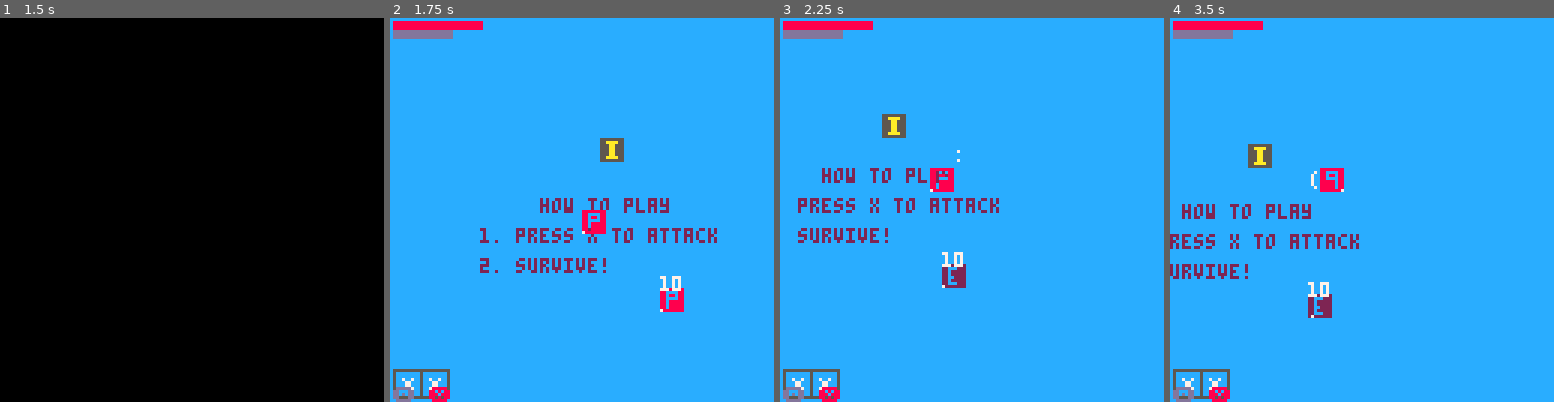
Above: before the commit, frames 1-4 (left to right).
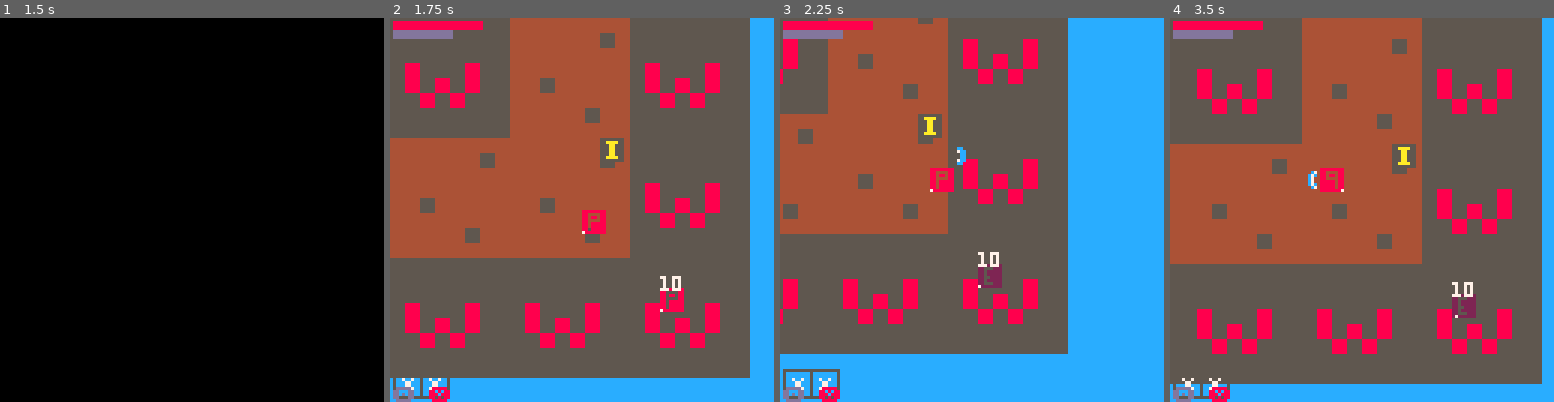
Above: after the commit, the same moments.

Repository: FrederikHR/GDB
Game: PICO-8 cartridge NewGame/main.p8
Same seed, same stepped clock (60 frames per second), same inputs: the game is played once before the commit and once after it.
Inputs:
- Up to frame 1 (1.5 s): tap X (X key) at 0.33, 1.07 s; tap O (Z key) at 0.7 s
- Up to frame 2 (1.75 s): hold Right from 1.6 s (still down); tap O (Z key) at 1.7 s
- Up to frame 3 (2.25 s): tap X (X key) at 1.85 s; release Right at 2.1 s; tap O (Z key) at 2.1 s; hold Up from 2.15 s (still down)
- Up to frame 4 (3.5 s): release Up at 2.42 s; hold Right 2.47-3.03 s; tap O (Z key) at 2.5, 2.9, 3.3 s; tap X (X key) at 2.97 s; hold Left from 3.08 s (still down)

Frame 1 is identical in both runs. In frame 2, 86% of the frame differs, in the area x 0-94%, y 0-94%; in frame 3, 64%; in frame 4, 91%, in the area x 0-97%, y 0-96%.

Commit message:
collision close to working

Diff:
--- a/NewGame/main.p8
+++ b/NewGame/main.p8
@@ -1,6 +1,9 @@
 pico-8 cartridge // http://www.pico-8.com
 version 41
 __lua__
+#include scripts/levelgen/init.lua
+#include scripts/levelgen/perlin.lua
+#include scripts/levelgen/recursive-backtracker.lua
 #include scripts/scenes/menu.lua
 #include scripts/scenes/game.lua
 #include scripts/scenes/inventory.lua
@@ -14,14 +17,33 @@
 #include scripts/utils/collision.lua
 #include scripts/utils/logging.lua
 #include scripts/utils/camera.lua
-#include scripts/levelgen/init.lua
-#include scripts/levelgen/perlin.lua
-#include scripts/levelgen/recursive-backtracker.lua
 
 
 
--->8
---
+…(24 lines of a section not shown)…
 
 
 
--- a/NewGame/scripts/entities/player.lua
+++ b/NewGame/scripts/entities/player.lua
@@ -31,6 +31,7 @@
     p.attack2=false
     p.interact=false
     p.inv_full=false
+    p.curr_mt=nil
     update_atk(0)
 end
 
@@ -110,9 +111,65 @@
         patk2.dir=dir2
     end
 
+
+
+    --map collision
+    find_map_tile(p)
+    --log("updown: "..tostr(player_collide_map(p,"updown")))
+    --log("sides: "..tostr(player_collide_map(p,"sides")))
+    if abs(p.dy)>0 and player_collide_map(p,"updown") then
+        local normdy=p.dy/abs(p.dy)
+        log("updown: "..tostr(player_collide_map(p,"updown")))
+		p.dy=0
+		p.y-=normdy * ((p.y+p.sz*8+1)%8)-1
+    end
+    if abs(p.dx)>0 and player_collide_map(p,"sides") then
+        local normdx=p.dx/abs(p.dx)
+        log("sides: "..tostr(player_collide_map(p,"sides")))
+		p.dx=0
+		p.x-=normdx * ((p.x+p.sz*8+1)%8)-1
+    end
+
     --update position
     p.x+=p.dx
     p.y+=p.dy
+end
+
+function player_collide_map(p,dir)
+    local scale = maze[1][1].scale
+    local ox = maze[1][1].ox
+    local oy = maze[1][1].oy
+    local s = scale*3*8
+    if dir=="updown" then
+        if (p.curr_mt.top_wall and p.y<p.curr_mt.y*s+scale*8+oy) return true
+        if (p.curr_mt.bottom_wall and p.y>p.curr_mt.y*s+2*scale*8+oy-p.sz*8) return true
+        if ((p.y<p.curr_mt.y*s+scale*8+oy or p.y>p.curr_mt.y*s+2*scale*8+oy-p.sz*8) and p.x<p.curr_mt.x*s+scale*8+ox) return true
+        if ((p.y<p.curr_mt.y*s+scale*8+oy or p.y>p.curr_mt.y*s+2*scale*8+oy-p.sz*8) and p.x>p.curr_mt.x*s+2*scale*8+ox-p.sz*8) return true
+    else
+        if (p.curr_mt.left_wall and p.x<p.curr_mt.x*s+scale*8+ox) return true
+        if (p.curr_mt.right_wall and p.x>p.curr_mt.x*s+2*scale*8+ox-p.sz*8) return true
+        if ((p.x<p.curr_mt.x*s+scale*8+oy or p.x>p.curr_mt.x*s+2*scale*8+ox-p.sz*8) and p.y<p.curr_mt.y*s+scale*8+oy) return true
+        if ((p.x<p.curr_mt.x*s+scale*8+oy or p.x>p.curr_mt.x*s+2*scale*8+ox-p.sz*8) and p.y>p.curr_mt.y*s+2*scale*8+oy-p.sz*8) return true
+    end
+end
+
+function find_map_tile(p)
+    local scale = maze[1][1].scale
+    local ox = maze[1][1].ox
+    local oy = maze[1][1].oy
+    local s = scale*3*8
+    if p.curr_mt != nil then
+        if (p.curr_mt.x*s+ox <= p.x and p.x < p.curr_mt.x*s+s+ox and p.curr_mt.y*s+oy <= p.y and p.y < p.curr_mt.y*s+s+oy) return
+    end
+    for _,x in pairs(maze) do
+        for _,y in pairs(x) do
+            if y.x*s+ox <= p.x and p.x < y.x*s+s+ox and y.y*s+oy <= p.y and p.y < y.y*s+s+oy then
+                log(y.x*s+ox.." "..p.x.." "..y.x*s+s+ox.." : "..y.y*s+oy.." "..p.y.." "..y.y*s+s+oy)
+                p.curr_mt=y
+                return
+            end
+        end
+    end
 end
 
 function player_pickup()
--- a/NewGame/scripts/levelgen/init.lua
+++ b/NewGame/scripts/levelgen/init.lua
@@ -1,11 +1,13 @@
 prl = {}
 maze_size = 5
+current_map={}
+maze={}
 
 function init_levelgen()
     --prl = perlin()
     --prl:init()
     --prl:getmapdata(0,150,0,150)
-    maze = init_maze(maze_size,maze_size)
+    maze = init_maze(maze_size,maze_size,5,-600,-600)
     backtrack(maze,maze_size,maze_size)
 end
 
@@ -41,8 +43,8 @@
 
 
 function draw_real_level()
-    local scale=5
-    local ox,oy = -600,-600
+    local ox,oy = maze[1][1].ox,maze[1][1].oy
+    local scale = maze[1][1].scale
     for x = 1,maze_size do
         for y = 1,maze_size do
             if p.x > (x-1)*scale*3*8+ox and p.x < (x+3)*scale*3*8+ox and p.y > (y-1)*scale*3*8+oy and p.y < (y+3)*scale*3*8+oy then
@@ -58,7 +60,7 @@
     local ry=y*size*scale
     for i=1,3 do
         for j=1,3 do
-            pix2mset(rx+i*scale-1,ry+j*scale-1,241,scale,ox,oy)
+            pix2mset(rx+(i-1)*scale,ry+(j-1)*scale,241,scale,ox,oy)
             --mset(x*size+i-1,y*size+j-1,241)
         end
     end
@@ -75,9 +77,13 @@
 end
 
 function pix2mset(x,y,sprite,scale,ox,oy)
-    for i=1,scale do
-        for j=1,scale do
-            spr(sprite,x*8+(i-1)*8+ox,y*8+(j-1)*8+oy)
-        end
-    end
+    local sx,sy = get_sspr_x_y(sprite)
+    sspr(sx,sy,8,8,x*8+ox,y*8+oy,scale*8,scale*8)
+    --for i=1,scale do
+        --if (current_map[x*8+(i-1)*8+ox] == nil) current_map[x*8+(i-1)*8+ox] = {}
+    --    for j=1,scale do
+    --        spr(sprite,x*8+(i-1)*8+ox,y*8+(j-1)*8+oy)
+        --    current_map[x*8+(i-1)*8+ox][y*8+(j-1)*8+oy] = {spr=sprite,x=x*8+(i-1)*8+ox,y=y*8+(j-1)*8+oy,sz=scale}
+    --    end
+    --end
 end
--- a/NewGame/scripts/levelgen/recursive-backtracker.lua
+++ b/NewGame/scripts/levelgen/recursive-backtracker.lua
@@ -1,5 +1,5 @@
 -- returns a two-dimensional array of width*height size, populated with maze rooms that are completely closed
-function init_maze(width, height)
+function init_maze(width, height,scale,ox,oy)
     local maze = {}
 
     for x=0, width, 1 do
@@ -8,6 +8,9 @@
             maze[x][y] = {}
             maze[x][y].y = y
             maze[x][y].x = x
+            maze[x][y].scale=scale
+            maze[x][y].ox=ox
+            maze[x][y].oy=oy
             maze[x][y].visited = false
             maze[x][y].main_path = false
             maze[x][y].goal = false
--- a/NewGame/scripts/scenes/game.lua
+++ b/NewGame/scripts/scenes/game.lua
@@ -35,7 +35,7 @@
     --map(0,0)
     --mset(0,0,32)
     --if not map_drawn then
-        draw_real_level()
+    draw_real_level()
     --    map_drawn=true
     --end
     --map(0,0)
--- a/NewGame/scripts/utils/collision.lua
+++ b/NewGame/scripts/utils/collision.lua
@@ -63,6 +63,12 @@
     elseif aim=="atk" then
         x1=x        y1=y
         x2=x+w      y2=y+h
+	elseif aim=="updown" then
+		x1=x        y1=y-1
+		x2=x+w      y2=y+h+1
+	elseif aim=="sides" then
+        x1=x-1        y1=y
+        x2=x+w+1      y2=y+h
 	end
 
 	if not((obj2.x > x2)
Not shown, changed: 24 lines of the sprite sheet (__gfx__) section of NewGame/main.p8

━━━━━━━━━━━━━━━━━━━━

■ TASK ITEM
Wherever a line in the entries above holds "entities", copy that line.

■ RESPONSE
--- a/NewGame/scripts/entities/player.lua
+++ b/NewGame/scripts/entities/player.lua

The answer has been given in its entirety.